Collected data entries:

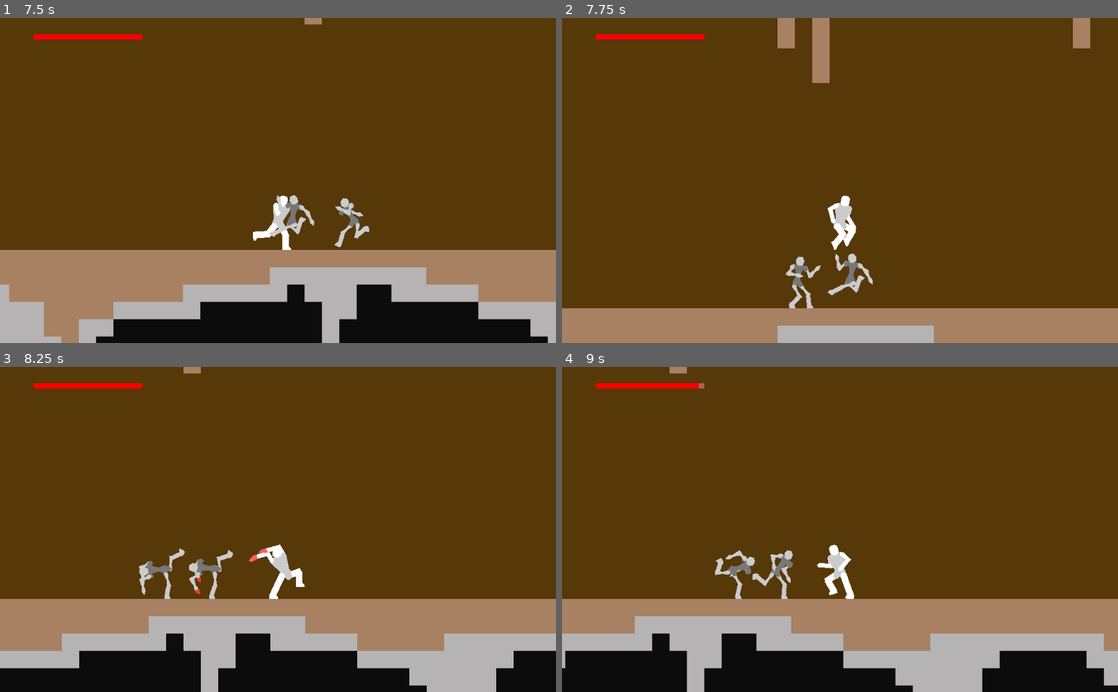
Above: before the commit, frames 1-4 (two rows, left to right).
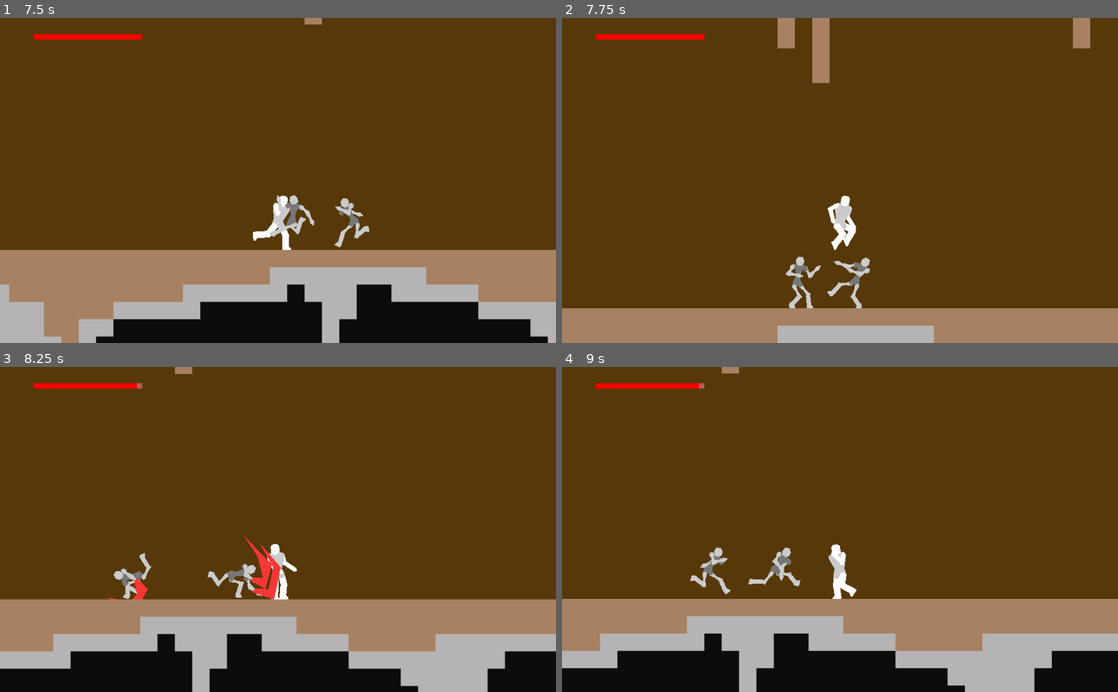
Above: after the commit, the same moments.

Repository: DarknessCatt/Lost-Soul
Game: Godot game, scene res://Maps/Prototype_Mountain/Prototype_Mountain.tscn
Two runs of this game, one before a commit and one after it. Both use one fixed random seed, a clock stepped at 60 frames per second and the inputs below. The project has no main scene, so this scene is started directly.
Inputs:
- Up to frame 1 (7.5 s): tap Enter at 0.5 s; hold C (hero_attack) 0.53-1.28 s; hold Right (hero_right) 0.53-2.03 s; tap Z (hero_jump) at 0.77, 1.52, 3.02, 3.77, 4.52, 6.02, 6.77 s; tap D (hero_heart) every 1.5 s from 1.35 to 7.35 s; hold C (hero_attack) 2.03-2.78 s; hold Left (hero_left) 2.03-4.28 s; hold C (hero_attack) 3.53-4.28 s; hold Right (hero_right) from 4.28 s (still down); hold C (hero_attack) 5.03-5.78 s; hold C (hero_attack) 6.53-7.28 s
- Up to frame 2 (7.75 s): keep holding Right (hero_right); tap Z (hero_jump) at 7.52 s
- Up to frame 3 (8.25 s): release Right (hero_right) at 8.03 s; hold Left (hero_left) from 8.03 s (still down); hold C (hero_attack) from 8.03 s (still down)
- Up to frame 4 (9 s): keep holding Left (hero_left); release C (hero_attack) at 8.78 s; tap D (hero_heart) at 8.85 s

Frame 1 is identical in both runs. In frame 2, 0.4% of the frame differs, in the area x 47-56%, y 72-90%; in frame 3, 4.7%; in frame 4, 9.6%, in the area x 0-100%, y 0-100%.

Commit message:
Enemy Respawning

Diff:
--- a/Lost_Soul/Entities/Enemy/Enemy.gd
+++ b/Lost_Soul/Entities/Enemy/Enemy.gd
@@ -5,7 +5,6 @@
 
 ##Functions
 func _on_Player_Detected(p_body):
-	randomize()
 	Player = p_body
 	$Perception/Eyes.call_deferred("set", "monitoring", false)
 
@@ -36,8 +35,8 @@
 		else:
 			self._change_state($States/Knockback)
 
-
 func _die():
+	cur_state.exit(self)
 	on_cutscene = true
 	self._change_anim("Death")
 
@@ -70,3 +69,19 @@
 		$Body_Animations.stop()
 
 	$Body_Animations.play(new_anim)
+
+#(Re)Spawning
+var original_pos : Vector2
+
+func _ready():
+	randomize()
+	self.original_pos = self.position
+
+func _respawn():
+	Player = null
+	self.position = self.original_pos
+	self.health = self.max_health
+	on_cutscene = false
+	self._change_state($States/Idle)
+	$Perception/Eyes.call_deferred("set", "monitoring", true)
+	$Body.modulate.a = 1.0
--- a/Lost_Soul/Entities/Enemy/Enemy.tscn
+++ b/Lost_Soul/Entities/Enemy/Enemy.tscn
@@ -191,18 +191,6 @@
 "transitions": PoolRealArray( 1, 1, 1, 1 ),
 "update": 0,
 "values": [ Color( 1, 1, 1, 1 ), Color( 1, 1, 1, 0.572549 ), Color( 1, 1, 1, 0.396078 ), Color( 1, 1, 1, 0 ) ]
-}
-tracks/15/type = "value"
-tracks/15/path = NodePath("Body_Collision:disabled")
-tracks/15/interp = 1
-tracks/15/loop_wrap = true
-tracks/15/imported = false
-tracks/15/enabled = true
-tracks/15/keys = {
-"times": PoolRealArray( 0, 0.02 ),
-"transitions": PoolRealArray( 1, 1 ),
-"update": 1,
-"values": [ false, true ]
 }
 
 [sub_resource type="Animation" id=2]
@@ -2464,6 +2452,7 @@
 
 [node name="Attack_Timer" type="Timer" parent="States/OnCombat"]
 process_mode = 0
+wait_time = 0.7
 one_shot = true
 
 [node name="Attack" type="Node" parent="States"]
@@ -2516,12 +2505,12 @@
 Direction = Vector2( 0.1, -1 )
 
 [node name="UpTilt_Hitbox" type="CollisionShape2D" parent="Body/Hitboxes/UpTilt/UpTilt_Hitbox"]
-shape = SubResource( 11 )
+shape = SubResource( 12 )
 disabled = true
 
 [node name="Right_Arm" type="Polygon2D" parent="Body"]
-position = Vector2( 9.63712, -21.778 )
-rotation = -0.482152
+position = Vector2( 1.2242, -30.4385 )
+rotation = -0.256757
 color = Color( 0.8, 0.8, 0.8, 1 )
 offset = Vector2( 30.2005, 27.966 )
 polygon = PoolVector2Array( -30.2005, -31.966, -26.2005, -27.966, -28.2005, -19.966, -26.2005, -11.966, -26.2005, -7.96604, -34.2005, -7.96604, -34.2005, -11.966, -32.2005, -19.966, -34.2005, -27.966 )
@@ -2530,8 +2519,8 @@
 }
 
 [node name="Right_Hand" type="Polygon2D" parent="Body"]
-position = Vector2( 17.0561, -7.60202 )
-rotation = -2.16981
+position = Vector2( 5.28733, -14.963 )
+rotation = -1.07241
 color = Color( 0.8, 0.8, 0.8, 1 )
 offset = Vector2( 31.8105, 42.7501 )
 polygon = PoolVector2Array( -31.8105, -46.7501, -27.8105, -42.7501, -27.8105, -38.7501, -29.8105, -30.7501, -27.8105, -22.7501, -31.8105, -14.7501, -35.8105, -22.7501, -33.8105, -30.7501, -35.8105, -38.7501, -35.8105, -42.7501 )
@@ -2540,8 +2529,8 @@
 }
 
 [node name="Right_Leg" type="Polygon2D" parent="Body"]
-position = Vector2( 1.08977, 11.5119 )
-rotation = -0.71243
+position = Vector2( 8.13111, 5.82109 )
+rotation = -1.00331
 color = Color( 0.8, 0.8, 0.8, 1 )
 offset = Vector2( 28.2005, 31.966 )
 polygon = PoolVector2Array( -30.2005, -35.966, -26.2005, -35.966, -24.2005, -31.966, -26.2005, -21.966, -24.2005, -7.966, -32.2005, -7.966, -30.2005, -21.966, -32.2005, -31.966 )
@@ -2550,8 +2539,9 @@
 }
 
 [node name="Right_Shin" type="Polygon2D" parent="Body"]
-position = Vector2( 14.1633, 26.6474 )
-rotation = -0.0862029
+position = Vector2( 24.9962, 16.5713 )
+rotation = 0.233101
+scale = Vector2( 1, 1 )
 color = Color( 0.8, 0.8, 0.8, 1 )
 offset = Vector2( 29.8696, 42.7614 )
 polygon = PoolVector2Array( -31.8696, -44.7614, -27.8696, -44.7614, -25.8696, -38.7614, -25.8696, -22.7614, -27.8696, -18.7614, -31.8696, -18.7614, -33.8696, -22.7614, -33.8696, -38.7614 )
@@ -2560,8 +2550,9 @@
 }
 
 [node name="Right_Foot" type="Polygon2D" parent="Body"]
-position = Vector2( 16.0574, 48.5657 )
-rotation = -0.0464672
+position = Vector2( 19.9143, 37.9764 )
+rotation = 0.706769
+scale = Vector2( 1, 1 )
 color = Color( 0.8, 0.8, 0.8, 1 )
 offset = Vector2( 29.9114, 20.7618 )
 polygon = PoolVector2Array( -25.9114, -22.7618, -23.9114, -20.7618, -21.9114, -14.7618, -31.9114, -14.7618, -33.9114, -16.7618, -33.9114, -22.7618, -31.9114, -26.7618 )
@@ -2570,8 +2561,7 @@
 }
 
 [node name="Hip" type="Polygon2D" parent="Body"]
-position = Vector2( -5.94093, 4.40069 )
-rotation = -0.136205
+rotation = -0.305975
 color = Color( 0.470588, 0.470588, 0.470588, 1 )
 offset = Vector2( 0, -12 )
 polygon = PoolVector2Array( -8, 22, -4, 22, 0, 18, 4, 22, 8, 22, 10, 18, 6, 8, -6, 8, -10, 18 )
@@ -2580,7 +2570,7 @@
 }
 
 [node name="Torso" type="Polygon2D" parent="Body/Hip"]
-rotation = 0.268097
+rotation = -0.0587192
 color = Color( 0.470588, 0.470588, 0.470588, 1 )
 offset = Vector2( 0, -16 )
 polygon = PoolVector2Array( -8, 18, 8, 18, 6, 12, 4, 6, 6, -4, 8, -8, 12, -4, 16, -8, 16, -12, 12, -16, -12, -16, -16, -12, -16, -8, -12, -4, -8, -8, -6, -4, -4, 6, -6, 12 )
@@ -2593,15 +2583,15 @@
 
 [node name="Upper" type="CollisionShape2D" parent="Body/Hip/Torso/Hurtbox"]
 position = Vector2( 0, -6.11535 )
-shape = SubResource( 12 )
+shape = SubResource( 13 )
 
 [node name="Lower" type="CollisionShape2D" parent="Body/Hip/Torso/Hurtbox"]
 position = Vector2( 0, 31.3101 )
-shape = SubResource( 13 )
+shape = SubResource( 14 )
 
 [node name="Head" type="Polygon2D" parent="Body/Hip/Torso"]
 position = Vector2( 0, -32 )
-rotation = -0.060754
+rotation = -0.548498
 color = Color( 0.8, 0.8, 0.8, 1 )
 offset = Vector2( 0, -16 )
 polygon = PoolVector2Array( -6, 16, 0, 18, 6, 16, 8, 8, 4, 1, -4, 1, -8, 8 )
@@ -2617,7 +2607,7 @@
 
 [node name="Left_Arm" type="Polygon2D" parent="Body/Hip/Torso"]
 position = Vector2( -12, -28 )
-rotation = 0.209782
+rotation = 0.823111
 color = Color( 0.8, 0.8, 0.8, 1 )
 offset = Vector2( 30.2005, 27.966 )
 polygon = PoolVector2Array( -30.2005, -31.966, -26.2005, -27.966, -26.2005, -23.966, -28.2005, -19.966, -26.2005, -11.966, -26.2005, -7.96604, -34.2005, -7.96604, -34.2005, -11.966, -32.2005, -19.966, -34.2005, -23.966, -34.193, -27.5603 )
@@ -2627,7 +2617,7 @@
 
 [node name="Left_Hand" type="Polygon2D" parent="Body/Hip/Torso/Left_Arm"]
 position = Vector2( -2.35438e-06, 16 )
-rotation = -2.03212
+rotation = -1.39453
 color = Color( 0.8, 0.8, 0.8, 1 )
 offset = Vector2( 31.8105, 42.7501 )
 polygon = PoolVector2Array( -31.794, -46.6744, -27.7438, -42.7252, -27.7603, -38.8009, -29.6592, -30.7763, -27.5583, -22.8022, -31.39, -14.6769, -35.5577, -22.7012, -33.6588, -30.7258, -35.7597, -38.6999, -35.7432, -42.6242 )
@@ -2646,7 +2636,7 @@
 
 [node name="Right_Arm" type="RemoteTransform2D" parent="Body/Hip/Torso"]
 position = Vector2( 12, -28 )
-rotation = -0.614043
+rotation = 0.107937
 remote_path = NodePath("../../../Right_Arm")
 __meta__ = {
 "_edit_ik_": true
@@ -2654,7 +2644,7 @@
 
 [node name="Right_Hand" type="RemoteTransform2D" parent="Body/Hip/Torso/Right_Arm"]
 position = Vector2( 0, 16 )
-rotation = -1.68766
+rotation = -0.815653
 remote_path = NodePath("../../../../Right_Hand")
 __meta__ = {
 "_edit_bone_": true
@@ -2673,7 +2663,7 @@
 
 [node name="Left_Leg" type="Polygon2D" parent="Body/Hip"]
 position = Vector2( -6, 8 )
-rotation = -0.287464
+rotation = -0.128925
 color = Color( 0.8, 0.8, 0.8, 1 )
 offset = Vector2( 28.2005, 31.966 )
 polygon = PoolVector2Array( -30.2005, -35.966, -26.2005, -35.966, -24.2005, -31.9542, -26.2005, -21.966, -24.2005, -7.966, -32.2005, -7.966, -30.2005, -21.966, -32.2005, -31.9778 )
@@ -2709,7 +2699,7 @@
 
 [node name="Right_Leg" type="RemoteTransform2D" parent="Body/Hip"]
 position = Vector2( 6, 8 )
-rotation = -0.576226
+rotation = -0.697336
 remote_path = NodePath("../../Right_Leg")
 __meta__ = {
 "_edit_ik_": true
@@ -2717,7 +2707,7 @@
 
 [node name="Right_Shin" type="RemoteTransform2D" parent="Body/Hip/Right_Leg"]
 position = Vector2( 0, 20 )
-rotation = 0.626228
+rotation = 1.23641
 remote_path = NodePath("../../../Right_Shin")
 __meta__ = {
 "_edit_bone_": true
@@ -2725,7 +2715,7 @@
 
 [node name="Right_Foot" type="RemoteTransform2D" parent="Body/Hip/Right_Leg/Right_Shin"]
 position = Vector2( 0, 22 )
-rotation = 0.0397357
+rotation = 0.473668
 remote_path = NodePath("../../../../Right_Foot")
 __meta__ = {
 "_edit_bone_": true
--- a/Lost_Soul/Entities/Enemy/FSM/Idle.gd
+++ b/Lost_Soul/Entities/Enemy/FSM/Idle.gd
@@ -1,4 +1,7 @@
 extends "EnemyState.gd"
+
+func enter(Enemy : KinematicBody2D) -> void:
+	Enemy._change_anim("Idle")
 
 func update(Enemy : KinematicBody2D, _delta : float) -> void:
 	if Enemy.Player != null:
--- a/Lost_Soul/Entities/Enemy/FSM/OnCombat.gd
+++ b/Lost_Soul/Entities/Enemy/FSM/OnCombat.gd
@@ -39,7 +39,7 @@
 	else:
 		Enemy._change_anim("Walking")
 
-	$Attack_Timer.wait_time = 1 + rand_range(-0.5, +0.5)
+	$Attack_Timer.wait_time = 0.7 + rand_range(-0.5, +0.5)
 	$Attack_Timer.start()
 
 func exit(_Enemy : KinematicBody2D) -> void:
--- a/Lost_Soul/Maps/Prototype_Mountain/Prototype_Mountain.gd
+++ b/Lost_Soul/Maps/Prototype_Mountain/Prototype_Mountain.gd
@@ -14,3 +14,5 @@
 
 func _on_Checkpoint_checkpoint_reached(checkpoint : Area2D):
 	respawn_point = checkpoint.global_position
+	for enemy in $Enemies.get_children():
+		enemy._respawn()
Not shown: 7 places in Lost_Soul/Entities/Enemy/Enemy.tscn that only renumber resources

> **What the task requires**: Please show every line above that includes the word "from".

> **Expected answer**:
- Up to frame 1 (7.5 s): tap Enter at 0.5 s; hold C (hero_attack) 0.53-1.28 s; hold Right (hero_right) 0.53-2.03 s; tap Z (hero_jump) at 0.77, 1.52, 3.02, 3.77, 4.52, 6.02, 6.77 s; tap D (hero_heart) every 1.5 s from 1.35 to 7.35 s; hold C (hero_attack) 2.03-2.78 s; hold Left (hero_left) 2.03-4.28 s; hold C (hero_attack) 3.53-4.28 s; hold Right (hero_right) from 4.28 s (still down); hold C (hero_attack) 5.03-5.78 s; hold C (hero_attack) 6.53-7.28 s
- Up to frame 3 (8.25 s): release Right (hero_right) at 8.03 s; hold Left (hero_left) from 8.03 s (still down); hold C (hero_attack) from 8.03 s (still down)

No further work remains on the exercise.